Required work: Output the data in full. Keep every word exact and exclude the pictures.

Items from a data source
*** Begin section ***
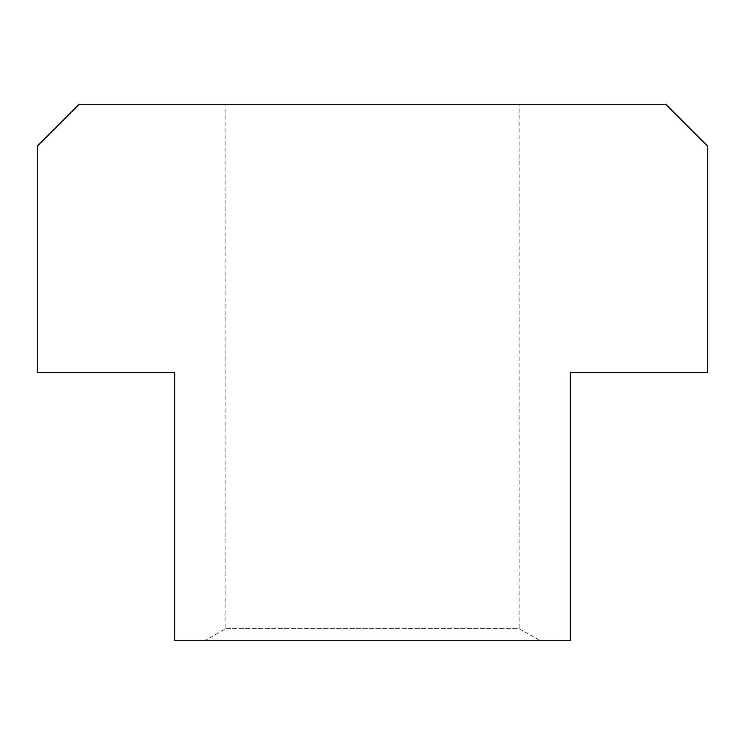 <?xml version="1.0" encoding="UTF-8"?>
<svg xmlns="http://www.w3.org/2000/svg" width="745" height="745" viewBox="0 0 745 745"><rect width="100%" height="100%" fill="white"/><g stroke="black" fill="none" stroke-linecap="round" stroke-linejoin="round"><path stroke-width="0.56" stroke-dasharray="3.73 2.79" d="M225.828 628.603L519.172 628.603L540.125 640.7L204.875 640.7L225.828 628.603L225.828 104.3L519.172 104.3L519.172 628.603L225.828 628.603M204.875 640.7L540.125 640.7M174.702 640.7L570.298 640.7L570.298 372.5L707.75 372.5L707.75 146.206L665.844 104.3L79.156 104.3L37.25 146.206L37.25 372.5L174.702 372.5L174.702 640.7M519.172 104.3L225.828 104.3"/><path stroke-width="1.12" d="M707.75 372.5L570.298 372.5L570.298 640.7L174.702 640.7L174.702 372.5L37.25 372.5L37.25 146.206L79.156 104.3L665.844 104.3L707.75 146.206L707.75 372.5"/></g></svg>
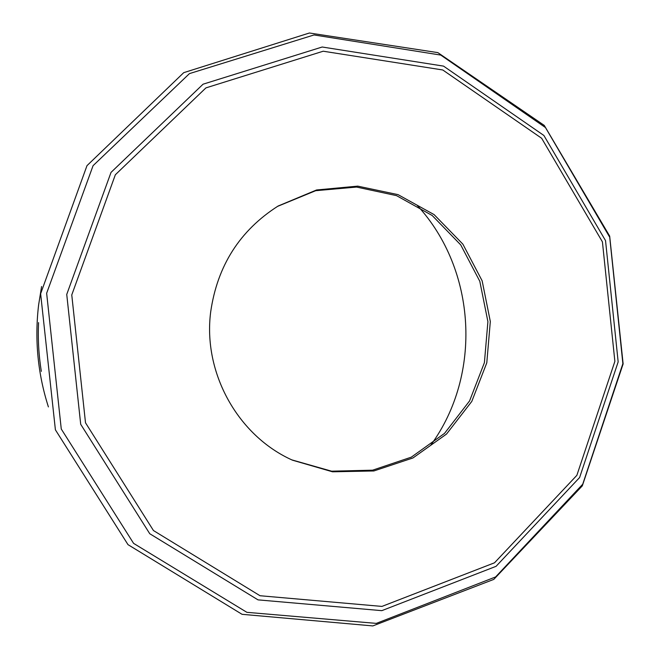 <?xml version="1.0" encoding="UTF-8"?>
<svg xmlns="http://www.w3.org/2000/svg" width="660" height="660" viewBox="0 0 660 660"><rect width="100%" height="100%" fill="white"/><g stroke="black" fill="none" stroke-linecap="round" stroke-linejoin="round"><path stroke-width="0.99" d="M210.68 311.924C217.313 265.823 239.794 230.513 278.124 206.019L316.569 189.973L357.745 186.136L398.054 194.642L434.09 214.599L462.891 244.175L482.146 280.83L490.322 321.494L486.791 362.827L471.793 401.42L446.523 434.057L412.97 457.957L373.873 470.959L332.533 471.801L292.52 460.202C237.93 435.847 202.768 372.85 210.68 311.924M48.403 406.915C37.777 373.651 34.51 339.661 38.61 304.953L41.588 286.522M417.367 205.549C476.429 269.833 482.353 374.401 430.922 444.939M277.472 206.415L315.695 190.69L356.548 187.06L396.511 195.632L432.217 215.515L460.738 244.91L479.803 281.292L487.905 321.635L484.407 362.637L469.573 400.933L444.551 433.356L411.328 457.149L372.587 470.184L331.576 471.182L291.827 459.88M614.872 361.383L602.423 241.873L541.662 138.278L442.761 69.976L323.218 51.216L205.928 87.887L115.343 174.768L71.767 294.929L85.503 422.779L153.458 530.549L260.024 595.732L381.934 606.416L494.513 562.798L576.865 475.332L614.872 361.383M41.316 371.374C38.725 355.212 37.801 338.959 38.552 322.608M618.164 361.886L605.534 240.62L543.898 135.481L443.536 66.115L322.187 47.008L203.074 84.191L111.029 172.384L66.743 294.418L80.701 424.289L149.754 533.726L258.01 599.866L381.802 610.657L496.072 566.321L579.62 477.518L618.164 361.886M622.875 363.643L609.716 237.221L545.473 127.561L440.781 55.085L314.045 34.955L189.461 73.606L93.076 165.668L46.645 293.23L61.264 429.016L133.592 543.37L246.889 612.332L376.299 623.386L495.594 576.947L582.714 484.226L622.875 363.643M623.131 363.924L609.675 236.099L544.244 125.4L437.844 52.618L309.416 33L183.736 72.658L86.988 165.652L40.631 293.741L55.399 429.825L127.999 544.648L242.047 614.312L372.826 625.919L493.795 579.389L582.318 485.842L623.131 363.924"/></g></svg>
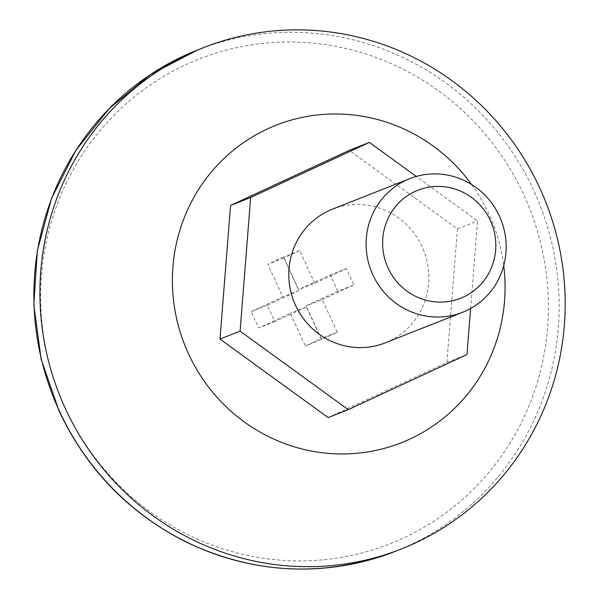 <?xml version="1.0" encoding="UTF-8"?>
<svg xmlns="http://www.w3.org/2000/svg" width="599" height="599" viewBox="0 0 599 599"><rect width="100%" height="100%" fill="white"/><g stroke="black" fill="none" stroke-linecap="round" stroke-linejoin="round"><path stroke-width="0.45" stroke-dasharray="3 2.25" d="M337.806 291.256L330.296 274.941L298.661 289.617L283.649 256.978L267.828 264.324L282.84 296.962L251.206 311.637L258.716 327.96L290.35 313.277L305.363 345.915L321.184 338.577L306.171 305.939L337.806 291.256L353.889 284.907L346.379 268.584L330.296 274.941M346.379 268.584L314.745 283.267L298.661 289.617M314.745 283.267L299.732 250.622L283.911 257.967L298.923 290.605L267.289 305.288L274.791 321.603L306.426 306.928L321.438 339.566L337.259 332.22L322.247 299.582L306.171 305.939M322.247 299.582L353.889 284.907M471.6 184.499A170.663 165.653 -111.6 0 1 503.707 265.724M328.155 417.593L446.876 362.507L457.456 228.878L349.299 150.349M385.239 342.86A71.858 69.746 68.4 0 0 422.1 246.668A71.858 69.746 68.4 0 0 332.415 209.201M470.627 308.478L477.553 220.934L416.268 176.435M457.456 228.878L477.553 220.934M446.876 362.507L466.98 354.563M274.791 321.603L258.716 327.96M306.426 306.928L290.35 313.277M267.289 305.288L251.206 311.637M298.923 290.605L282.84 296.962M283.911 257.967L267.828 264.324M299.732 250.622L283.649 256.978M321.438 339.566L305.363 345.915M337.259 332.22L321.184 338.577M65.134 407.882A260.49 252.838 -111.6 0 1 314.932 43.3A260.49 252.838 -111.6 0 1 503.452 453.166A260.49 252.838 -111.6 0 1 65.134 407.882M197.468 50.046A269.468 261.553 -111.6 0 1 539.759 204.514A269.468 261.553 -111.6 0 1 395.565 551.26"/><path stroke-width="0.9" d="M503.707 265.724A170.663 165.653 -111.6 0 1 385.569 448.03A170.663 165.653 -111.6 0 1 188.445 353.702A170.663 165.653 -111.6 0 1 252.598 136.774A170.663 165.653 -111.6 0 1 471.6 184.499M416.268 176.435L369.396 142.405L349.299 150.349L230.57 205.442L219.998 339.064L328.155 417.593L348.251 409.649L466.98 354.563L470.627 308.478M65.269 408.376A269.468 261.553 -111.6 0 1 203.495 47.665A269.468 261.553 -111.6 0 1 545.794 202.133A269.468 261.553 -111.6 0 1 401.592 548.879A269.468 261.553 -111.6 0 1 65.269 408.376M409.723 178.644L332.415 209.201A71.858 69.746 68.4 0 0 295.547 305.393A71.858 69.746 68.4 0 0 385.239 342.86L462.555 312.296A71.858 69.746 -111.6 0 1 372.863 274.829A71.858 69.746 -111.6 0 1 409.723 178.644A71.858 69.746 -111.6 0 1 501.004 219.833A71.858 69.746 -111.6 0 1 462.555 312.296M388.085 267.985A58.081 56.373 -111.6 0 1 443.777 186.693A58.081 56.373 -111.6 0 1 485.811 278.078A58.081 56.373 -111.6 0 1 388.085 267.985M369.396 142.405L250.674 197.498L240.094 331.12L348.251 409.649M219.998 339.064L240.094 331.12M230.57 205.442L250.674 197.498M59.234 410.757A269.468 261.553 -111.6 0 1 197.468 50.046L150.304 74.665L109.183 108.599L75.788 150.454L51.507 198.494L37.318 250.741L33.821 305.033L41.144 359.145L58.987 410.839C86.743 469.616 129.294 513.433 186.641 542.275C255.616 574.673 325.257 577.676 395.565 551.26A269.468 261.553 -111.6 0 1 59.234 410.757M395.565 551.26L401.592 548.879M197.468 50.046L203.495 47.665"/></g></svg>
*** End section ***
Task output:
 <?xml version="1.0" encoding="UTF-8"?>
<svg xmlns="http://www.w3.org/2000/svg" width="745" height="745" viewBox="0 0 745 745"><rect width="100%" height="100%" fill="white"/><g stroke="black" fill="none" stroke-linecap="round" stroke-linejoin="round"><path stroke-width="0.56" stroke-dasharray="3.73 2.79" d="M225.828 628.603L519.172 628.603L540.125 640.7L204.875 640.7L225.828 628.603L225.828 104.3L519.172 104.3L519.172 628.603L225.828 628.603M204.875 640.7L540.125 640.7M174.702 640.7L570.298 640.7L570.298 372.5L707.75 372.5L707.75 146.206L665.844 104.3L79.156 104.3L37.25 146.206L37.25 372.5L174.702 372.5L174.702 640.7M519.172 104.3L225.828 104.3"/><path stroke-width="1.12" d="M707.75 372.5L570.298 372.5L570.298 640.7L174.702 640.7L174.702 372.5L37.25 372.5L37.25 146.206L79.156 104.3L665.844 104.3L707.75 146.206L707.75 372.5"/></g></svg>
 <?xml version="1.0" encoding="UTF-8"?>
<svg xmlns="http://www.w3.org/2000/svg" width="660" height="660" viewBox="0 0 660 660"><rect width="100%" height="100%" fill="white"/><g stroke="black" fill="none" stroke-linecap="round" stroke-linejoin="round"><path stroke-width="0.99" d="M210.68 311.924C217.313 265.823 239.794 230.513 278.124 206.019L316.569 189.973L357.745 186.136L398.054 194.642L434.09 214.599L462.891 244.175L482.146 280.83L490.322 321.494L486.791 362.827L471.793 401.42L446.523 434.057L412.97 457.957L373.873 470.959L332.533 471.801L292.52 460.202C237.93 435.847 202.768 372.85 210.68 311.924M48.403 406.915C37.777 373.651 34.51 339.661 38.61 304.953L41.588 286.522M417.367 205.549C476.429 269.833 482.353 374.401 430.922 444.939M277.472 206.415L315.695 190.69L356.548 187.06L396.511 195.632L432.217 215.515L460.738 244.91L479.803 281.292L487.905 321.635L484.407 362.637L469.573 400.933L444.551 433.356L411.328 457.149L372.587 470.184L331.576 471.182L291.827 459.88M614.872 361.383L602.423 241.873L541.662 138.278L442.761 69.976L323.218 51.216L205.928 87.887L115.343 174.768L71.767 294.929L85.503 422.779L153.458 530.549L260.024 595.732L381.934 606.416L494.513 562.798L576.865 475.332L614.872 361.383M41.316 371.374C38.725 355.212 37.801 338.959 38.552 322.608M618.164 361.886L605.534 240.62L543.898 135.481L443.536 66.115L322.187 47.008L203.074 84.191L111.029 172.384L66.743 294.418L80.701 424.289L149.754 533.726L258.01 599.866L381.802 610.657L496.072 566.321L579.62 477.518L618.164 361.886M622.875 363.643L609.716 237.221L545.473 127.561L440.781 55.085L314.045 34.955L189.461 73.606L93.076 165.668L46.645 293.23L61.264 429.016L133.592 543.37L246.889 612.332L376.299 623.386L495.594 576.947L582.714 484.226L622.875 363.643M623.131 363.924L609.675 236.099L544.244 125.4L437.844 52.618L309.416 33L183.736 72.658L86.988 165.652L40.631 293.741L55.399 429.825L127.999 544.648L242.047 614.312L372.826 625.919L493.795 579.389L582.318 485.842L623.131 363.924"/></g></svg>
 <?xml version="1.0" encoding="UTF-8"?>
<svg xmlns="http://www.w3.org/2000/svg" width="599" height="599" viewBox="0 0 599 599"><rect width="100%" height="100%" fill="white"/><g stroke="black" fill="none" stroke-linecap="round" stroke-linejoin="round"><path stroke-width="0.45" stroke-dasharray="3 2.25" d="M337.806 291.256L330.296 274.941L298.661 289.617L283.649 256.978L267.828 264.324L282.84 296.962L251.206 311.637L258.716 327.96L290.35 313.277L305.363 345.915L321.184 338.577L306.171 305.939L337.806 291.256L353.889 284.907L346.379 268.584L330.296 274.941M346.379 268.584L314.745 283.267L298.661 289.617M314.745 283.267L299.732 250.622L283.911 257.967L298.923 290.605L267.289 305.288L274.791 321.603L306.426 306.928L321.438 339.566L337.259 332.22L322.247 299.582L306.171 305.939M322.247 299.582L353.889 284.907M471.6 184.499A170.663 165.653 -111.6 0 1 503.707 265.724M328.155 417.593L446.876 362.507L457.456 228.878L349.299 150.349M385.239 342.86A71.858 69.746 68.4 0 0 422.1 246.668A71.858 69.746 68.4 0 0 332.415 209.201M470.627 308.478L477.553 220.934L416.268 176.435M457.456 228.878L477.553 220.934M446.876 362.507L466.98 354.563M274.791 321.603L258.716 327.96M306.426 306.928L290.35 313.277M267.289 305.288L251.206 311.637M298.923 290.605L282.84 296.962M283.911 257.967L267.828 264.324M299.732 250.622L283.649 256.978M321.438 339.566L305.363 345.915M337.259 332.22L321.184 338.577M65.134 407.882A260.49 252.838 -111.6 0 1 314.932 43.3A260.49 252.838 -111.6 0 1 503.452 453.166A260.49 252.838 -111.6 0 1 65.134 407.882M197.468 50.046A269.468 261.553 -111.6 0 1 539.759 204.514A269.468 261.553 -111.6 0 1 395.565 551.26"/><path stroke-width="0.9" d="M503.707 265.724A170.663 165.653 -111.6 0 1 385.569 448.03A170.663 165.653 -111.6 0 1 188.445 353.702A170.663 165.653 -111.6 0 1 252.598 136.774A170.663 165.653 -111.6 0 1 471.6 184.499M416.268 176.435L369.396 142.405L349.299 150.349L230.57 205.442L219.998 339.064L328.155 417.593L348.251 409.649L466.98 354.563L470.627 308.478M65.269 408.376A269.468 261.553 -111.6 0 1 203.495 47.665A269.468 261.553 -111.6 0 1 545.794 202.133A269.468 261.553 -111.6 0 1 401.592 548.879A269.468 261.553 -111.6 0 1 65.269 408.376M409.723 178.644L332.415 209.201A71.858 69.746 68.4 0 0 295.547 305.393A71.858 69.746 68.4 0 0 385.239 342.86L462.555 312.296A71.858 69.746 -111.6 0 1 372.863 274.829A71.858 69.746 -111.6 0 1 409.723 178.644A71.858 69.746 -111.6 0 1 501.004 219.833A71.858 69.746 -111.6 0 1 462.555 312.296M388.085 267.985A58.081 56.373 -111.6 0 1 443.777 186.693A58.081 56.373 -111.6 0 1 485.811 278.078A58.081 56.373 -111.6 0 1 388.085 267.985M369.396 142.405L250.674 197.498L240.094 331.12L348.251 409.649M219.998 339.064L240.094 331.12M230.57 205.442L250.674 197.498M59.234 410.757A269.468 261.553 -111.6 0 1 197.468 50.046L150.304 74.665L109.183 108.599L75.788 150.454L51.507 198.494L37.318 250.741L33.821 305.033L41.144 359.145L58.987 410.839C86.743 469.616 129.294 513.433 186.641 542.275C255.616 574.673 325.257 577.676 395.565 551.26A269.468 261.553 -111.6 0 1 59.234 410.757M395.565 551.26L401.592 548.879M197.468 50.046L203.495 47.665"/></g></svg>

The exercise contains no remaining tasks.